# Banding and old bird



## BobcatJB (Mar 30, 2005)

Shot a goose this morning banded in Ohio in 1995. When did banding start and what's the old bird you've ever killed?


----------



## killingtime (Apr 29, 2009)

yep thats a pretty old bird. i shot a goose in 2001 that was banded 13 years previously so they have been banding since the late 80s anyway. it was banded in oak harbor and shot it in perry county.


----------



## firstflight111 (May 22, 2008)

BobcatJB said:


> Shot a goose this morning banded in Ohio in 1995. When did banding start and what's the old bird you've ever killed?
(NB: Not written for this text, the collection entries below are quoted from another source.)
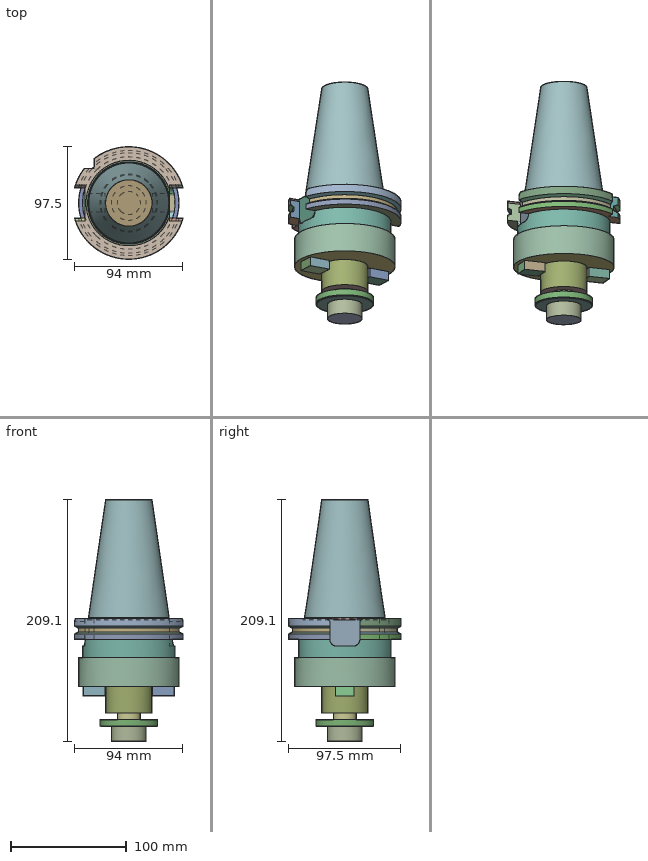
import cadquery as cq
import math


taper_length = 101.75
gauge_diameter = 69.85
taper_ratio = 7 / 24
taper_tip_diameter = gauge_diameter - taper_ratio * taper_length

relief_diameter = 69.25
relief_groove_diameter = 71.3
relief_groove_depth = 1.5
recess_diameter = 74.0
recess_depth = 0.5

flange_diameter = 97.5
flange_top = -1.0
flange_bottom = -19.1
groove_diameter = 91.0
groove_centre = -11.1
groove_mouth_width = 7.0
groove_flank_angle = 30

neck_diameter = 80.0
body_diameter = 87.0
body_top = -35.0
body_bottom = -60.0

spigot_diameter = 40.0
spigot_bottom = -83.0
screw_shank_diameter = 20.0
washer_diameter = 50.0
washer_top = -88.6
washer_bottom = -94.6
washer_chamfer = 0.7
screw_head_diameter = 30.0
screw_bottom = -107.35

slot_width = 26.0
slot_bottom = -25.0
slot_corner_radius = 6.0
slot_mouth_chamfer = 2.5
left_slot_floor = 37.7
right_slot_floor = 35.3

notch_offset = 30.0

lug_width = 16.0
lug_height = 8.0
lug_inner = 20.4
lug_outer = 39.5


def turned_profile():
    """Half section of the turned part, from the taper tip down to the screw."""
    flank_height = (flange_diameter - groove_diameter) / 2 * math.tan(math.radians(groove_flank_angle))
    mouth_half = groove_mouth_width / 2
    floor_half = mouth_half - flank_height
    recess_floor = flange_top - recess_depth
    relief_bottom = flange_top - relief_groove_depth
    diameters_and_heights = [
        (0, taper_length),
        (taper_tip_diameter, taper_length),
        (gauge_diameter, 0),
        (relief_diameter, 0),
        (relief_diameter, relief_bottom),
        (relief_groove_diameter, relief_bottom),
        (relief_groove_diameter, recess_floor),
        (recess_diameter, recess_floor),
        (recess_diameter, flange_top),
        (flange_diameter, flange_top),
        (flange_diameter, groove_centre + mouth_half),
        (groove_diameter, groove_centre + floor_half),
        (groove_diameter, groove_centre - floor_half),
        (flange_diameter, groove_centre - mouth_half),
        (flange_diameter, flange_bottom),
        (neck_diameter, flange_bottom),
        (neck_diameter, body_top),
        (body_diameter, body_top),
        (body_diameter, body_bottom),
        (spigot_diameter, body_bottom),
        (spigot_diameter, spigot_bottom),
        (screw_shank_diameter, spigot_bottom),
        (screw_shank_diameter, washer_top),
        (washer_diameter, washer_top),
        (washer_diameter, washer_bottom + washer_chamfer),
        (washer_diameter - 2 * washer_chamfer, washer_bottom),
        (screw_head_diameter, washer_bottom),
        (screw_head_diameter, screw_bottom),
        (0, screw_bottom),
    ]
    return [(diameter / 2, height) for diameter, height in diameters_and_heights]


def turned_body():
    return cq.Workplane("XZ").polyline(turned_profile()).close().revolve(360, (0, 0), (0, 1))


def driving_slot(side, floor_distance):
    """Cutter for one driving slot; side is -1 for -X and +1 for +X."""
    half = slot_width / 2
    mouth_half = half + slot_mouth_chamfer
    corner_start = slot_bottom + slot_corner_radius
    flat_half = half - slot_corner_radius
    depth = flange_diameter / 2 - floor_distance
    return (
        cq.Workplane("YZ")
        .workplane(offset=side * floor_distance)
        .moveTo(-mouth_half, flange_top)
        .lineTo(-half, flange_top - slot_mouth_chamfer)
        .lineTo(-half, corner_start)
        .radiusArc((-flat_half, slot_bottom), -slot_corner_radius)
        .lineTo(flat_half, slot_bottom)
        .radiusArc((half, corner_start), -slot_corner_radius)
        .lineTo(half, flange_top - slot_mouth_chamfer)
        .lineTo(mouth_half, flange_top)
        .close()
        .extrude(side * depth)
    )


def orientation_notch():
    """Square-cornered cutter through the flange rim in the -X, +Y quadrant."""
    size = flange_diameter / 2 - notch_offset
    return cq.Workplane("XY").box(size, size, flange_top - flange_bottom, centered=False).translate(
        (-notch_offset - size, notch_offset, flange_bottom)
    )


def driving_lug(side):
    """Rectangular lug under the body; side is -1 for -X and +1 for +X."""
    centre = side * (lug_inner + lug_outer) / 2
    return (
        cq.Workplane("XY")
        .workplane(offset=body_bottom)
        .center(centre, 0)
        .rect(lug_outer - lug_inner, lug_width)
        .extrude(-lug_height)
    )


result = turned_body()
for side, floor_distance in ((-1, left_slot_floor), (1, right_slot_floor)):
    result = result.cut(driving_slot(side, floor_distance))
    result = result.union(driving_lug(side))
result = result.cut(orientation_notch())

People have been banding (or ringing, as it is called in Europe) birds for centuries. The first record of a metal band attached to a bird's leg was about 1595 when one of Henry IV's banded Peregrine Falcons was lost in pursuit of a bustard in France. It showed up 24 hours later in Malta, about 1350 miles away, averaging 56 miles an hour! 

Duke Ferdinand placed a silver band on a Grey Heron about 1669: the bird was recovered by his grandson about 1728, indicating the heron lived at least 60 years. In 1710 in Germany, a falconer captured a grey heron with several rings on one leg. The bander was unknown but one of the rings was apparently placed on the heron in Turkey, more than 1200 miles to the east. 

The first records of banding in North America are those of John James Audubon, the famous American naturalist and painter. In 1803 he tied silver cords to the legs of a brood of phoebes near Philadelphia and was able to identify two of the nestlings when they returned to the neighborhood the following year. 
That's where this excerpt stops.